Non-tender deadline creates new free agent possibilities for Indians

Dilip Vishwanat

Is there anyone the Indians ought to pursue from among those players non-tendered this week?

Monday night was the non-tender deadline for MLB, when teams had to decide whether to make offers to their arbitration-eligible players, or cut them loose (the Indians non-tendered Lou Marson, Matt Carson, and Tyler Cloyd, while keeping a group of players that includes key pieces such as Justin Masterson and Michael Brantley). Almost every team non-tendered some players, which means there are now dozens of new free agents on the market. Most of them are not particularly notable, but there are a few who stand a decent chance of making an impact with someone in 2014.

The Indians could use another starting pitcher, and probably another reliever too, but given that they've let the pitching market thin (I can't recall a year when so many players signed before the Winter Meetings even began) without making a move, it seems more and more likely that the Tribe will be doing their shopping in the discount aisle, where players like those cut loose this week can be found. Here are some of the more intriguing possibilities:


Tommy Hanson (27, RH) - A really good pitcher back in 2009 and 2010, Hanson seemed like he might become a star. His home run and walk rates have jumped since then though, and he's also missed a few starts each of the last three years with various injuries. I wouldn't buy into the upside of his peak, but I think he stands a decent chance at being league-average for 160-180 innings next year, and might cost only $3 million or so on a 1-year deal.

2014 Steamer projection: 6.9 K/9, 3.7 BB/9, 4.10 FIP, 4.15 ERA

Daniel Hudson (26, RH) - Hudson did very well in 2010 and 2011, but then missed almost all of 2012, first with shoulder soreness, and then on account of requiring Tommy John surgery. He was almost ready to return this season, when he was derailed by elbow surgery, which led to a second Tommy John operation. Hudson could sit out all of 2014 (and maybe should), bit he says he intends to come back at the All-Star break. I wouldn't count on him for much in 2014, and he's not likely to get much more than $1 million, but he's still so young, and a team willing to risk guaranteed money on a multi-year deal could win big with Hudson (if he's willing to sign a multi-year deal).

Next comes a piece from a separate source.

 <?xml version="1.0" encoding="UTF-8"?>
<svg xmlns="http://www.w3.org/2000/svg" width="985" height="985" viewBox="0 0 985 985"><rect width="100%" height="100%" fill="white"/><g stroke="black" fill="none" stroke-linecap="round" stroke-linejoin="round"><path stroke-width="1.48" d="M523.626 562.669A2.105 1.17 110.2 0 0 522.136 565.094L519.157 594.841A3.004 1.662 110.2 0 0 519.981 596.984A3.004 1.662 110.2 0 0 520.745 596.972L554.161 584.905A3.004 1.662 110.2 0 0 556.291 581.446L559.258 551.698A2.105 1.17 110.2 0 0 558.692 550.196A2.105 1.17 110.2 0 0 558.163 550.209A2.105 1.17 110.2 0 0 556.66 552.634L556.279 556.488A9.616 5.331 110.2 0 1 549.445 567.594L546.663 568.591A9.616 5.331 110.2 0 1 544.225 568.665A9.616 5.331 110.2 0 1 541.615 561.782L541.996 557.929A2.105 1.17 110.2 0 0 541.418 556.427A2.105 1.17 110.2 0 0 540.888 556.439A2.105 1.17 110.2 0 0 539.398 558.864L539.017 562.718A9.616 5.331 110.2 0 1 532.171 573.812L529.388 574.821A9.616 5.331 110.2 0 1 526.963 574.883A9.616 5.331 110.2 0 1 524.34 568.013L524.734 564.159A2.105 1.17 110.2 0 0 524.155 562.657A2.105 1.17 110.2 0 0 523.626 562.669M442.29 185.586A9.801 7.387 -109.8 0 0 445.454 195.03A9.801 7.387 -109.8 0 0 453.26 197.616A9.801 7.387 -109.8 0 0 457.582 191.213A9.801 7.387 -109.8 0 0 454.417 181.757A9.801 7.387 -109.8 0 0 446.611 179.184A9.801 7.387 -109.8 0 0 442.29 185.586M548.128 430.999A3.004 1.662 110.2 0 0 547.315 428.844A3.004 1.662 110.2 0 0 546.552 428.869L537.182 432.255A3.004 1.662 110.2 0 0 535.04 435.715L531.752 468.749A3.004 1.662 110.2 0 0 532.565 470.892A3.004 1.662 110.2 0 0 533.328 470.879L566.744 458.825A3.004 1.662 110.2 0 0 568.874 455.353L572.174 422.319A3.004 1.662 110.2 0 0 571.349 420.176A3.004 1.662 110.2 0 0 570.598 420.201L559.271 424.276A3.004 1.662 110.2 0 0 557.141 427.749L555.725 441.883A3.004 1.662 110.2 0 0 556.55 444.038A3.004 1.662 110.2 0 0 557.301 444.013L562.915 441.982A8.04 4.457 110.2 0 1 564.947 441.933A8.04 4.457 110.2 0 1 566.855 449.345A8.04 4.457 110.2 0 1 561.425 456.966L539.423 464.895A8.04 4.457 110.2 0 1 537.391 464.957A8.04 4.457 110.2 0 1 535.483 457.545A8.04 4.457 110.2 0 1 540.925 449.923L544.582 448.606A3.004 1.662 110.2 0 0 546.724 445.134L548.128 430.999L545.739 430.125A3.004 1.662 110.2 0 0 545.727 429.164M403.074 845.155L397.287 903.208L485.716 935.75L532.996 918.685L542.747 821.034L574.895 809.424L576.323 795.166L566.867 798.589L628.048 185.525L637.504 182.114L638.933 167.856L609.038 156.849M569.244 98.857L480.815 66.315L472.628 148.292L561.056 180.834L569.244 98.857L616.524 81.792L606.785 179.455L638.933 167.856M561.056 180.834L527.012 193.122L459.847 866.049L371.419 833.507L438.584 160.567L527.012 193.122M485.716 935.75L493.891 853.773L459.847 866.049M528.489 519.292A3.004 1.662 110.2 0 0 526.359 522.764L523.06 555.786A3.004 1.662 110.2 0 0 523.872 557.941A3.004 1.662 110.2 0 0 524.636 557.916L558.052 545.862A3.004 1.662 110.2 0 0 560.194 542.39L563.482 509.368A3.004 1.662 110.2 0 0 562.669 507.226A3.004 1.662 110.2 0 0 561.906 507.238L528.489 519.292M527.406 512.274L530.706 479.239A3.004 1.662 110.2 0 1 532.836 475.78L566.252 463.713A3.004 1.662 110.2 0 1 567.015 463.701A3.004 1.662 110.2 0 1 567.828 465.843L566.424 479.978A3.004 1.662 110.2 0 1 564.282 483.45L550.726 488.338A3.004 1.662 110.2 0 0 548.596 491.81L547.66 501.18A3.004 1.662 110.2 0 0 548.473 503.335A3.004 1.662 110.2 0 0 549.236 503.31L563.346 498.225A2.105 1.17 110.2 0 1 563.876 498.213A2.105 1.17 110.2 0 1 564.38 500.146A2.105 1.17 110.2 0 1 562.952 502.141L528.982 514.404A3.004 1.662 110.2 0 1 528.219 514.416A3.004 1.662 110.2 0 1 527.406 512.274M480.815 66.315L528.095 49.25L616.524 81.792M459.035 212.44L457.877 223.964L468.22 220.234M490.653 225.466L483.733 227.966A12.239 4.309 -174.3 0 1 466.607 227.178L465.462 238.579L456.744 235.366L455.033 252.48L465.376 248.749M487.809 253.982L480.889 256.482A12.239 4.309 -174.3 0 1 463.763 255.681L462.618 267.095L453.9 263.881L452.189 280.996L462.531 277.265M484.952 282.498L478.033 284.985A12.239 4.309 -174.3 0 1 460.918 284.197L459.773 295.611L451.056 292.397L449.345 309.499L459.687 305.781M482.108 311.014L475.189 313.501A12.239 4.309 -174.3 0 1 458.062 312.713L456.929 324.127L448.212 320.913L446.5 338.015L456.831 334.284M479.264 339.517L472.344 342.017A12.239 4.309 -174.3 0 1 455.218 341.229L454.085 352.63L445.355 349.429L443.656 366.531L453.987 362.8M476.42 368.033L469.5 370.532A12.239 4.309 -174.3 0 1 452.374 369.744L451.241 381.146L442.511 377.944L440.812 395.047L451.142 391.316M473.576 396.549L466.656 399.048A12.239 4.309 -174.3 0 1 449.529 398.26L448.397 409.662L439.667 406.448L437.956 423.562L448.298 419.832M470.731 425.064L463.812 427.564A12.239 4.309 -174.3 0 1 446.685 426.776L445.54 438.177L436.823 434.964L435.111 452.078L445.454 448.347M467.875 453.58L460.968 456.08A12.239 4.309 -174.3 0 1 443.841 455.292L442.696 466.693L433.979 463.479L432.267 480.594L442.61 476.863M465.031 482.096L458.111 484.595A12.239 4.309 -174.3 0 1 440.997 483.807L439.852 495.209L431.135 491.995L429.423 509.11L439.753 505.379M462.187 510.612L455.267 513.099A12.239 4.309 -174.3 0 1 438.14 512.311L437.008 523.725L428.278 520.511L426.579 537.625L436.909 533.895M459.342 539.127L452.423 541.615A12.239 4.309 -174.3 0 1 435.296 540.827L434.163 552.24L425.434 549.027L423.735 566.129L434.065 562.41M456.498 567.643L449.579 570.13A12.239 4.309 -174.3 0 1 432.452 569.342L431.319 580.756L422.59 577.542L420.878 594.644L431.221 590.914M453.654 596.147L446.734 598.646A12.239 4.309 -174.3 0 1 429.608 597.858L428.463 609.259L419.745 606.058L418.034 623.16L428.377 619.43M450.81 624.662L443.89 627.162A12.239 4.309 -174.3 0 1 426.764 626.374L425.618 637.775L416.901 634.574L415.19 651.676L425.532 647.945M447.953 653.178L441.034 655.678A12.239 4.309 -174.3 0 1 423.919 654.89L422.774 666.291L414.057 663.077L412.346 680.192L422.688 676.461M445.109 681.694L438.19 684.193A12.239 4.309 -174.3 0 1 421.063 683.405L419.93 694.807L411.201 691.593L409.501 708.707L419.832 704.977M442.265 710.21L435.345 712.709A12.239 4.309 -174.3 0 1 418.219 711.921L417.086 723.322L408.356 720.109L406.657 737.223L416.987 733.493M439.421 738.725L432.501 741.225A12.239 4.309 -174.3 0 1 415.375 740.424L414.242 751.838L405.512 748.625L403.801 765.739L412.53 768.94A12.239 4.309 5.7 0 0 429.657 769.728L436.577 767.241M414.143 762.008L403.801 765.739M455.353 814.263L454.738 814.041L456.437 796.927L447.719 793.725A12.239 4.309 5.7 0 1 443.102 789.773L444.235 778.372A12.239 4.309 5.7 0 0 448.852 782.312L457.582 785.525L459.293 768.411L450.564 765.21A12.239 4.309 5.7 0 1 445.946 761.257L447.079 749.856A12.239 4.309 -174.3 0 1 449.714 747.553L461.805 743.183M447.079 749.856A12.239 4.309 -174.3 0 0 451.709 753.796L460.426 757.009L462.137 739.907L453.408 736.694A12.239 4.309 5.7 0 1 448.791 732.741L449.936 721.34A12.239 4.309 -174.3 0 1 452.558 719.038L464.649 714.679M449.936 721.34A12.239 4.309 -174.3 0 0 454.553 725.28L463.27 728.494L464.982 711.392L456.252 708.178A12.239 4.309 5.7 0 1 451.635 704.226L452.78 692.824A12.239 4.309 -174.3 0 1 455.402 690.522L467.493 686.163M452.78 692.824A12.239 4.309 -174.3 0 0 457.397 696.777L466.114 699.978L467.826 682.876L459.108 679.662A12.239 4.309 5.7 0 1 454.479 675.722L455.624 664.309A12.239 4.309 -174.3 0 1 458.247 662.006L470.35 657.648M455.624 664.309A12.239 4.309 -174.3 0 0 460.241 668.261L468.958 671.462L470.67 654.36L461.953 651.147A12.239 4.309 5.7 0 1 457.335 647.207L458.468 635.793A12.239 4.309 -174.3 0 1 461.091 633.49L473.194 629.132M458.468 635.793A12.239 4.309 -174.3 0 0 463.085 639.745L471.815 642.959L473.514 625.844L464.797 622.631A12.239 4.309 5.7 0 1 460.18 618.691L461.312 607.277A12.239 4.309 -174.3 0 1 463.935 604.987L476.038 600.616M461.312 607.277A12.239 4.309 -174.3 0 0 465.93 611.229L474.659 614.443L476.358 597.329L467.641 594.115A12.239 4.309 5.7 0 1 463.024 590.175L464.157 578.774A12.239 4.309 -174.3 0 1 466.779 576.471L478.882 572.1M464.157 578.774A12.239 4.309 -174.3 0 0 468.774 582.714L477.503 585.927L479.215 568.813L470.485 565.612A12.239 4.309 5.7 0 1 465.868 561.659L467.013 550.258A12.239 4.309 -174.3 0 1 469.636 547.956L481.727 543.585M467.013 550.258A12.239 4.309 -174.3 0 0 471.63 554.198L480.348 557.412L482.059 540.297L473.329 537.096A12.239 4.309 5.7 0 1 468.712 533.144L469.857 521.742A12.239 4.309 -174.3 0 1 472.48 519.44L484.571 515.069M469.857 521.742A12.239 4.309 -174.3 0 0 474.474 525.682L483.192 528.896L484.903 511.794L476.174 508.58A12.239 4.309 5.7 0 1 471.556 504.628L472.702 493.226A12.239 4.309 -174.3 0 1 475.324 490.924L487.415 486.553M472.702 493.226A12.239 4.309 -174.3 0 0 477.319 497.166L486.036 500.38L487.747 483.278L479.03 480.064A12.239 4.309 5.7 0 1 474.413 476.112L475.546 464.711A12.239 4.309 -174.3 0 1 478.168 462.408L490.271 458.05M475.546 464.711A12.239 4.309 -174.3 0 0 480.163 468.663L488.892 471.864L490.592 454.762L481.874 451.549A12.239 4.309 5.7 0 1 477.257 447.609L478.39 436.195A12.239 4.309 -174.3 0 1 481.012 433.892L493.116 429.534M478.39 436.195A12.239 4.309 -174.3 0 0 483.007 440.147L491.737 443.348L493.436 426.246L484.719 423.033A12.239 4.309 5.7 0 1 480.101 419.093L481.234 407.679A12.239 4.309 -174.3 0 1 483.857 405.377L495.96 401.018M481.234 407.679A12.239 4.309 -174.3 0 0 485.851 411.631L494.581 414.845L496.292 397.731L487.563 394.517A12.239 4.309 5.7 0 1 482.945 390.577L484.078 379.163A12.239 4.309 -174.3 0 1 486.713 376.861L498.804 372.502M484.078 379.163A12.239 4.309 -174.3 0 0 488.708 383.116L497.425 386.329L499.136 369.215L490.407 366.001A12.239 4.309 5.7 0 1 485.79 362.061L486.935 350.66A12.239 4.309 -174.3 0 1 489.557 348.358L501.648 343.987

2014 Steamer projection: 7.1 K/9, 2.6 BB/9, 3.91 FIP, 3.97 ERA


John Axford (30, RH) - Axford was one of the best closers in baseball in 2011 (with the Brewers), but in 2012 his walk rate spiked, as did his number of home runs allowed. His control improved in 2013, but he became a lot more hittable. He did fairly well over the season's final couple months though, after being traded to the Cardinals. He's also been the picture of health, with the only games he's missed in his MLB career being due to food poisoning. If his St. Louis numbers hold up, he's back to being a very good reliever, one who might come at a price of only $4 million or so in 2014.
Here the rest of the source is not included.